Commonwealth v. Baker, supra at 112-15. As in the other cases on which defendants rely, the victim in Baker provided sufficient provocation to merit an instruction on reasonable provocation.
In light of the foregoing, and viewed in the light most favorable to the defendants, the evidence in this case did not allow an inference that a reasonable person would have become sufficiently provoked by Love's conduct such that a voluntary manslaughter instruction based on reasonable provocation was warranted.

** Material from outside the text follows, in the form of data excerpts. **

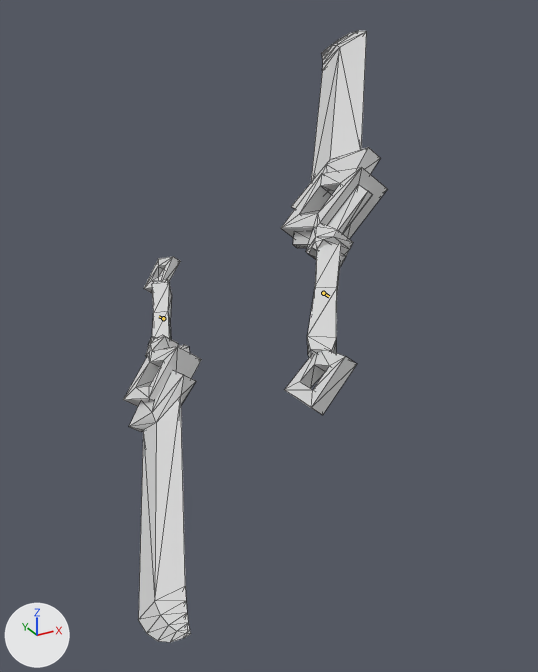
The FBX model zdsp/zdspclient/Assets/Models/Characters/Pc_animation/female_dagger/female_dagger@dying.fbx, before and after one commit.
Camera for both pictures: a 50 mm camera at (-0.435, -0.811, 2.938) aimed at (0.119, 0.197, 2.434). Arrows for +X, +Y and +Z are at lower left; the lights stay in place. Both versions are drawn at frame 12 of the action 'Take 001'; the numbers are the values there. The bones that change are drawn over the model as lines. Mesh edges are drawn as thin lines.

Objects in the first picture: 'dagger_01', 'dagger_02'.
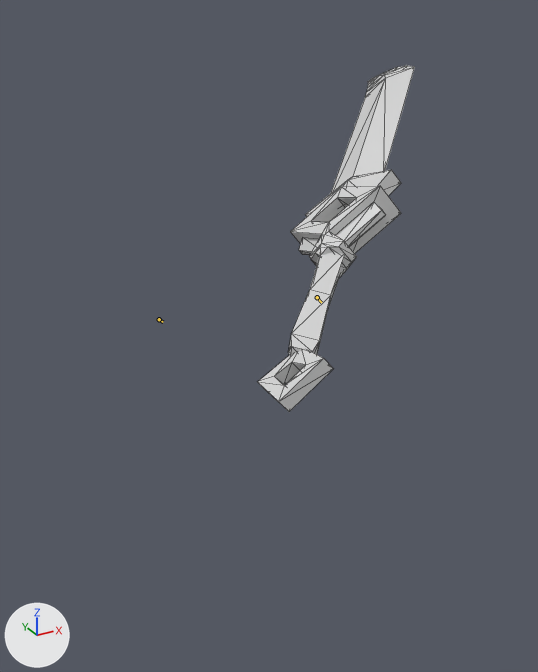
Pixel boxes (x1, y1, x2, y2) of what changed, in the pictures (538 x 672 px):
'dagger_01', posed (48% wider, 10% shorter)
    before: (281, 30, 387, 415)
    after: (258, 65, 415, 412)
'dagger_02', no longer drawn
    before: (123, 257, 202, 642)
bone 'weapon00', root to tip
    before: (323, 293) to (329, 296)
    after: (317, 297) to (321, 302)
bone '2weapon00', root to tip
    before: (163, 318) to (159, 316)
    after: (159, 319) to (163, 322)

The edits, one by one:
Bone 'weapon00' (bone_weapon00) moves from (7.2, -3.8, 259.6) to (6.2, -3.7, 259.1).
Bone 'weapon00' (bone_weapon00) turns from (-53, -39, -60) to (-63, -31, -60) degrees about its own x, y and z.
Bone '2weapon00' (bone_2weapon00) moves from (3.6, 47.3, 238.2) to (149.4, -68.5, 59.0).
Bone '2weapon00' (bone_2weapon00) turns from (119, -47, -45) to (-67, -15, 90) degrees about its own x, y and z.
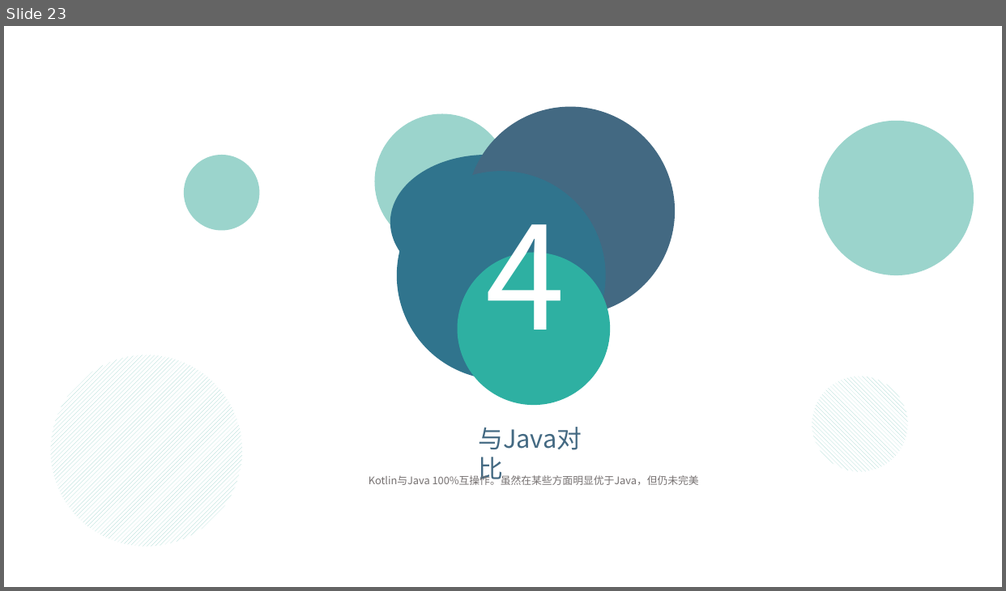
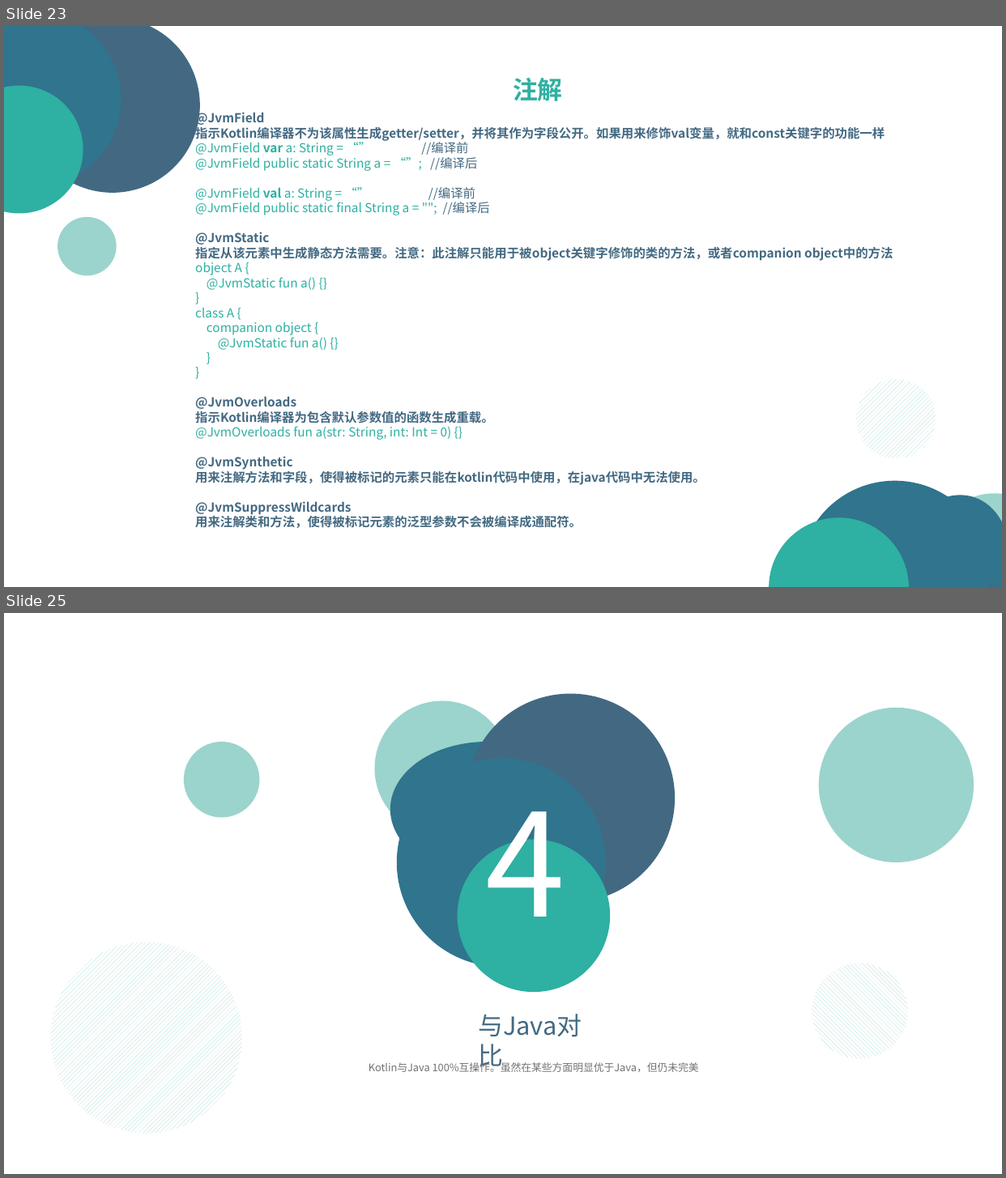
Before and after one commit to sk569437/KotlinExample, a slide deck: Kotlin-doc.pptx. Shown one above the other, each under a label of ours: slide 23 before the commit, slides 23 and 25 after it; the slides between them are not shown. The pictures are 1006x591 and 1006x1178 pixels, drawn with LibreOffice and Linux fonts; fonts in the diff are those of the drawing. Boxes give left, top, right and bottom in pixels: in the first picture for what was removed or moved away, otherwise in the second. Text is boxed around its words. In the diff, an @@ line names an element or a change of style, - is before the commit and + after.

```diff
--- a/Kotlin-doc.pptx
+++ b/Kotlin-doc.pptx
@@ slide 23 added at bbox=[4, 26, 1002, 587], background #FFFFFF @@
@@ group added at bbox=[4, 26, 236, 288]: 6 ellipses @@
@@ text added at bbox=[513, 78, 563, 101], 24 pt, text #2EB0A2, bold @@
+注解
@@ text added at bbox=[195, 110, 893, 528], 12 pt, text #436982, bold @@
+@JvmField
+指示Kotlin编译器不为该属性生成getter/setter，并将其作为字段公开。如果用来修饰val变量，就和const关键字的功能一样
+@JvmField var a: String = “” //编译前
+@JvmField public static String a = “”; //编译后
+@JvmField val a: String = “” //编译前
+@JvmField public static final String a = ""; //编译后
+@JvmStatic
+指定从该元素中生成静态方法需要。注意：此注解只能用于被object关键字修饰的类的方法，或者companion object中的方法
+object A {
+@JvmStatic fun a() {}
+}
+class A {
+companion object {
+@JvmStatic fun a() {}
+}
+}
+@JvmOverloads
+指示Kotlin编译器为包含默认参数值的函数生成重载。
+@JvmOverloads fun a(str: String, int: Int = 0) {}
+@JvmSynthetic
+用来注解方法和字段，使得被标记的元素只能在kotlin代码中使用，在java代码中无法使用。
+@JvmSuppressWildcards
+用来注解类和方法，使得被标记元素的泛型参数不会被编译成通配符。
@@ group added at bbox=[749, 368, 1002, 587]: 6 ellipses @@
@@ what was slide 23 is now slide 25 @@
```
Also in this commit, not shown: 17 slides changed, 2 other slides added, 2 other files.
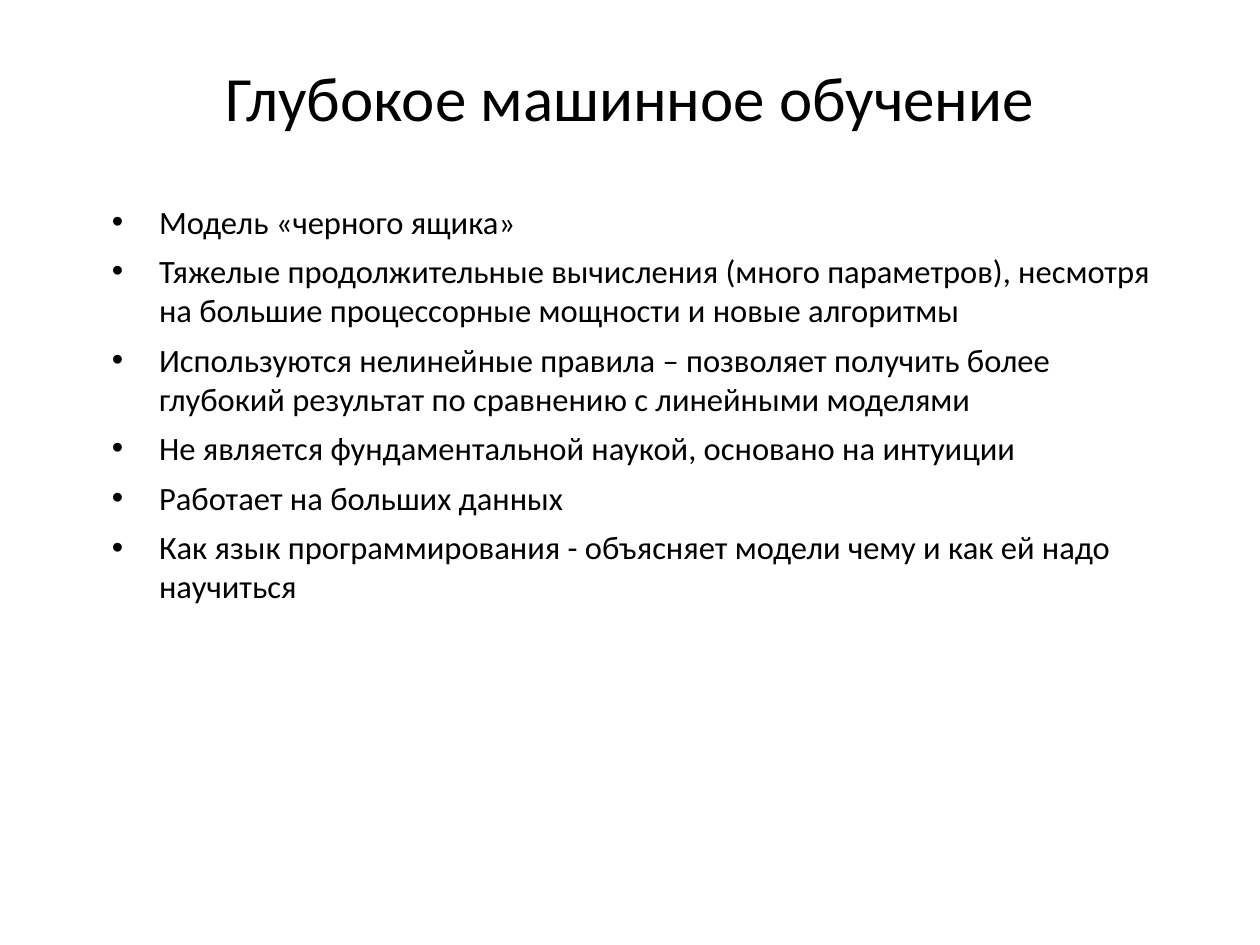
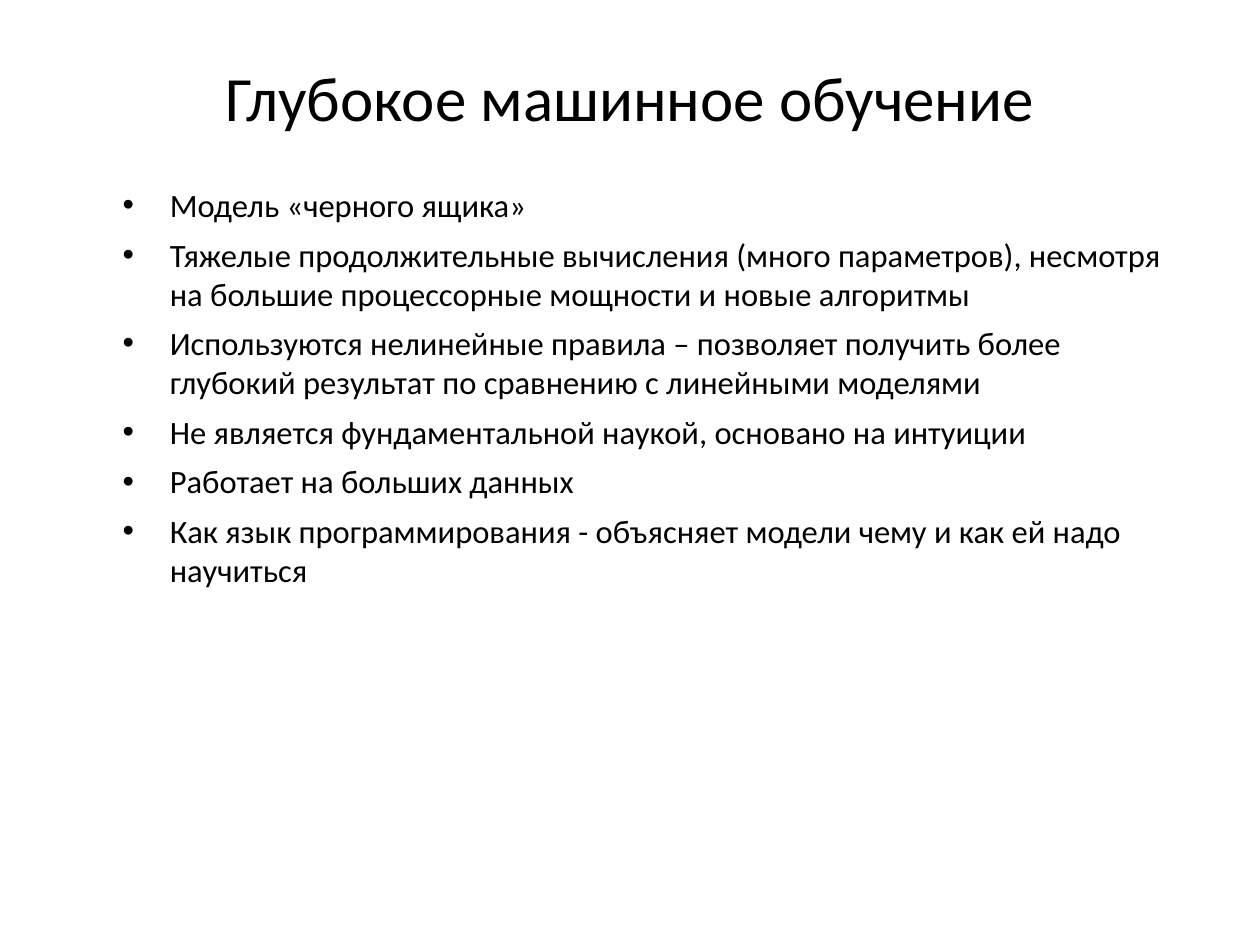
Before and after one commit to CyberLympha/Data-Science-Course, a slide deck: slide 2 of презентации/Автокодировщики.ppt. Drawn at 1260x945 pixels with LibreOffice and Linux fonts; fonts in the diff are those of the drawing. Boxes give left, top, right and bottom in pixels: in the first picture for what was removed or moved away, otherwise in the second. Text is boxed around its words. In the diff, an @@ line names an element or a change of style, - is before the commit and + after.

```diff
--- a/презентации/Автокодировщики.ppt
+++ b/презентации/Автокодировщики.ppt
@@ text "Модель «черного ящика»" moved from (x1=159, y1=213, x2=1149, y2=604) to (x1=170, y1=196, x2=1160, y2=588) @@
```
Also in this commit, not shown: 5 other slides changed.

As the defendants were not physically attacked and neither defendant took the opportunity to avoid combat, the evidence also did not warrant a manslaughter instruction based on sudden combat, e.g., Commonwealth v. Pasteur, 66 Mass.App.Ct. 812, 822 (2006), and cases cited, or on excessive force in self-defense, e.g., Commonwealth v. Berry, 431 Mass. 326, 335 (2000), and cases cited. The defendants do not argue otherwise.
Because the evidence did not warrant a voluntary manslaughter instruction, the so-called "Acevedo errors" made at the defendants' trial did not prejudice the defendants. Commonwealth v. Simpson, 434 Mass. 570, 589-90 (2001); cf. Randolph, 438 Mass. at 299 ("A burden-shifting error in a provocation instruction is prejudicial if the defendant was entitled to such a charge . . ."). Accordingly, the erroneous instructions did not create a substantial risk of a miscarriage of justice for either McAfee or Elliot, see Randolph, 438 Mass. at 298 (stating that only where error prejudices defendant can it create a substantial risk of a miscarriage of justice), and neither McAfee's trial nor appellate counsel rendered constitutionally ineffective assistance, see id. at 296.
For the reasons stated above, defendant Michael McAfee's Motion for New Trial is DENIED, and defendant Ronny Elliot's Motion for New Trial is DENIED.